# No FUP in BSNL 900 plan!!!



## nipunmaster (May 24, 2012)

Maybe due to some technical error, i am getting full 4mbps speeds even after 8GB limit. I have downloaded almost 18GB at 500kbps without any FUP!! Am I the only one or other users are also enjoying it?
*img14.imageshack.us/img14/641/68938006.png

Uploaded with ImageShack.us


----------



## Revolution (May 25, 2012)

Enjoy until last.


----------



## Krishna (May 25, 2012)

enjoy it and downld as much u want..!!


----------



## coderunknown (May 25, 2012)

with BSNL, luck runs out when you think you are the luckiest guy alive. enjoy


----------



## Ayuclack (May 25, 2012)

This month I didn't got any Speed without any downloading ....no 4 mbps......still 50kbps.... don't know why....


----------



## kg11sgbg (May 26, 2012)

I am also under the BSNL 900Plan,I also got the 4MBps speed after the 8GB FUP,I downloaded and installed a lot of packages/tools nearly 4900+ in Ubuntu-12.04(64-bit) without any hassles.
But speed seems to revert to 512kbps at present.
It was a technical error by the BSNL(Kolkata/Calcutta circle).
 @nipunmaster, anyway enjoy the extra gift provided by BSNL as long as you can.


----------



## nipunmaster (May 26, 2012)

^^the internet went off for 2 hours and then the old speeds came back.
anyways thanks to bsnl for such good gifts, hope they have technical errors every month


----------



## Desi-Tek.com (May 29, 2012)

i get same speed all the time on mtnl 3g when i use it on bsnl network 

only problem is at present i am on 750 unlimited plan which is expiring on 15th of this month i may have to opt for 1250 plan


----------



## techiemaharaj (May 29, 2012)

nipunmaster said:


> Maybe due to some technical error, i am getting full 4mbps speeds even after 8GB limit.
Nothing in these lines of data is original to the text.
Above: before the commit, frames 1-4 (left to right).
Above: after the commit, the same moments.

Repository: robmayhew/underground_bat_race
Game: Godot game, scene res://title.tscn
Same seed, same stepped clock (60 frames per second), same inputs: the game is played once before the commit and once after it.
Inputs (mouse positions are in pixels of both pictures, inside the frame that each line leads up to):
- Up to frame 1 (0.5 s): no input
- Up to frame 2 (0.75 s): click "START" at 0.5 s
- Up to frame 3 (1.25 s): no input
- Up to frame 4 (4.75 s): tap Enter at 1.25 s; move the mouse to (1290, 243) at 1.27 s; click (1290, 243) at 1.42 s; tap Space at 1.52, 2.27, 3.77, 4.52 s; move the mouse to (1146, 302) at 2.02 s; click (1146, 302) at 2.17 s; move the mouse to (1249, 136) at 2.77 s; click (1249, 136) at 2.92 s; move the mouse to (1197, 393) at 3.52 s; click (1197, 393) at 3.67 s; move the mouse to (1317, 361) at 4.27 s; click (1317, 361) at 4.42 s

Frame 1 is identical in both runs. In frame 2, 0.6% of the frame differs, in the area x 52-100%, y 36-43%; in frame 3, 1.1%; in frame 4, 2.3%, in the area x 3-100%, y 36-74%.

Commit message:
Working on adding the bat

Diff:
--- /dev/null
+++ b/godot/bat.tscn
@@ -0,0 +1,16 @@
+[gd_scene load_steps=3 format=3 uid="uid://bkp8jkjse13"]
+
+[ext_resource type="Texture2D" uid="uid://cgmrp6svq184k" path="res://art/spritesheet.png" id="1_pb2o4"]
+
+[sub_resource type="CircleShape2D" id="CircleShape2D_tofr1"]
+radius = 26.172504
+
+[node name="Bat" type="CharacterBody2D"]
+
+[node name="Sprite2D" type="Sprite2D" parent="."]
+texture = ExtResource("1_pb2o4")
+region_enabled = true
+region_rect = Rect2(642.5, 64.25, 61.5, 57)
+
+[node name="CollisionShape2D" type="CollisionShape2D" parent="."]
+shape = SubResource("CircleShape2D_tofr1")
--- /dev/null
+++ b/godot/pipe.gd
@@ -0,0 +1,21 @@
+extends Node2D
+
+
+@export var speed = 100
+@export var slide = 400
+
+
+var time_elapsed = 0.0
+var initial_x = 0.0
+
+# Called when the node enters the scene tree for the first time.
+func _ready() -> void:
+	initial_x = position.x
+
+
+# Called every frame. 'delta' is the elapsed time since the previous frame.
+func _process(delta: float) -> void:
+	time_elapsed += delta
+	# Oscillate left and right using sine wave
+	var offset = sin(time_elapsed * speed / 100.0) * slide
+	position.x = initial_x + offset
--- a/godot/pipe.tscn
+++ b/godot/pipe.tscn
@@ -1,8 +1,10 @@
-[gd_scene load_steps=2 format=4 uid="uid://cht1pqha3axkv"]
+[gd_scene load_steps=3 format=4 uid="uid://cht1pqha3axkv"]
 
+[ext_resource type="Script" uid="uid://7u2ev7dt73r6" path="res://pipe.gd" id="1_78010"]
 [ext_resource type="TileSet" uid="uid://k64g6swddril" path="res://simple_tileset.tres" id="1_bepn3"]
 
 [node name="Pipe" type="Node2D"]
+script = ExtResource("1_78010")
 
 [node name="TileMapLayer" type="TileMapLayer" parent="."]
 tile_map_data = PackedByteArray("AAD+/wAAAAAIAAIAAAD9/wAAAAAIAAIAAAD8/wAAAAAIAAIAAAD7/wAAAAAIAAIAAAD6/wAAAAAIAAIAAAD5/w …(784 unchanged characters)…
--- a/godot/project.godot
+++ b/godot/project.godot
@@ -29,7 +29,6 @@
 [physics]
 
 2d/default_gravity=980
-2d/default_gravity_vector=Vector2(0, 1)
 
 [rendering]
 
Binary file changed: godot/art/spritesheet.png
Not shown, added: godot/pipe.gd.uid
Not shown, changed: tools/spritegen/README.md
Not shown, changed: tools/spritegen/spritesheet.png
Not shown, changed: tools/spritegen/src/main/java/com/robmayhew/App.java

I have downloaded almost 18GB at 500kbps without any FUP!! Am I the only one or other users are also enjoying it?



Got this in the first month after switching to this plan...downloaded 24 GB with no reduction in speed... 
Now it gets reduced after 9-10 GB on download....


----------



## rahul_c (May 29, 2012)

Reminds of the time when I enjoyed 3G bliss on 2G plans for several months. BSNL and their technological glitches.


----------



## pkkumarcool (May 29, 2012)

rahul_c said:


> Reminds of the time when I enjoyed 3G bliss on 2G plans for several months. BSNL and their technological glitches.



those days 270plan 2G used to be unlimited..


----------



## Prassannad (Sep 24, 2014)

nipunmaster said:


> Maybe due to some technical error, i am getting full 4mbps speeds even after 8GB limit. I have downloaded almost 18GB at 500kbps without any FUP!! Am I the only one or other users are also enjoying it?
> *img14.imageshack.us/img14/641/68938006.png
> 
> Uploaded with ImageShack.us



I hav efounde the reason for it.. I'm really happy to share you the information with you all people.. Tech Also..
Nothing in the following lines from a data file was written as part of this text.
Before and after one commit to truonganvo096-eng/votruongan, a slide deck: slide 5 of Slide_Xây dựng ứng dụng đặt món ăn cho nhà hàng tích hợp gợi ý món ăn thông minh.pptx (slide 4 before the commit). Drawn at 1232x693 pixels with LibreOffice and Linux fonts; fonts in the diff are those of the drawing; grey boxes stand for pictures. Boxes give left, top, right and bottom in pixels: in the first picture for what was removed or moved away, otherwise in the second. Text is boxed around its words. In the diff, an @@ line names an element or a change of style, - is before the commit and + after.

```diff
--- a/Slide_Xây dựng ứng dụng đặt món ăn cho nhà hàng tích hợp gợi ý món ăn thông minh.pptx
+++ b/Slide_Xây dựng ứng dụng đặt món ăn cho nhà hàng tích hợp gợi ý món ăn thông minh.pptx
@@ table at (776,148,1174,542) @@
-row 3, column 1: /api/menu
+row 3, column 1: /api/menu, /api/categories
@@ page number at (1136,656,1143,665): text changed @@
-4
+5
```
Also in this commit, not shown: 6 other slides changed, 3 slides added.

1. I too got the speed of 2mbps which is actual for BBG combo 900 TN Circle BSNL. I too thought it was a technical malfunction. I enjoyed too and downloaded nearly 10 gb with that. Actually i didnt used much. That's y. I exceeded now 28gb of my plan.

2. When I was at ~16 gb i gained my 2mbps back forth from 512kbps. Really I know this and checked it. But how am too wondering that. Here's the answer.

3. Bsnl has introduced the FUP voucher plan. Like for 100rs - 2GB  to 500rs 20 GB.. Its an introductory plan for those above 900. The funny thing is even customer care people doesn't know that. 

Its asks like below..
*drive.google.com/file/d/0B18KAWwXzMI9bVpoWWpRcF9XRWFDSzJad0FLaEZaaU16d0tB/edit?usp=sharing

4. Then only we can know that this feature has been enabled. And one more thing how to hack this.

5. VERY SIMPLE. DON'T LET THE MODEM TO END THE SESSION AT THE FAIR USAGE LEVEL. Like to my plan its 8gb. If you restart the modem then it asks for new ip. then the session will be notified. 

6. Enjoy the download. upto max. But I done this.

Connect my modem adapter to UPS. I never switch off the button back to my modem. Rather I turn off my computer directly and turn off the UPS. So that the modem connects automatically with the old ip itself. Its true that were bsnl is lackking.. 

7. Unfortunately i turned of the modem yesterday so my session ended. and asked for a new ip and got the image i attached.. please rp me more I share you a lot.

Prassanna D Manikandan,
Development Lead, 
Sumones.com - India,
Pers website:Prassanna D Manikandan,'Tech Mad' one among u!Travelling an awful journey in de outrageous binaries!


----------



## vidhubhushan (Sep 27, 2014)

2 years old thread bumped


----------



## kg11sgbg (Sep 27, 2014)

There is always FUP in any of the BSNL's plan.


----------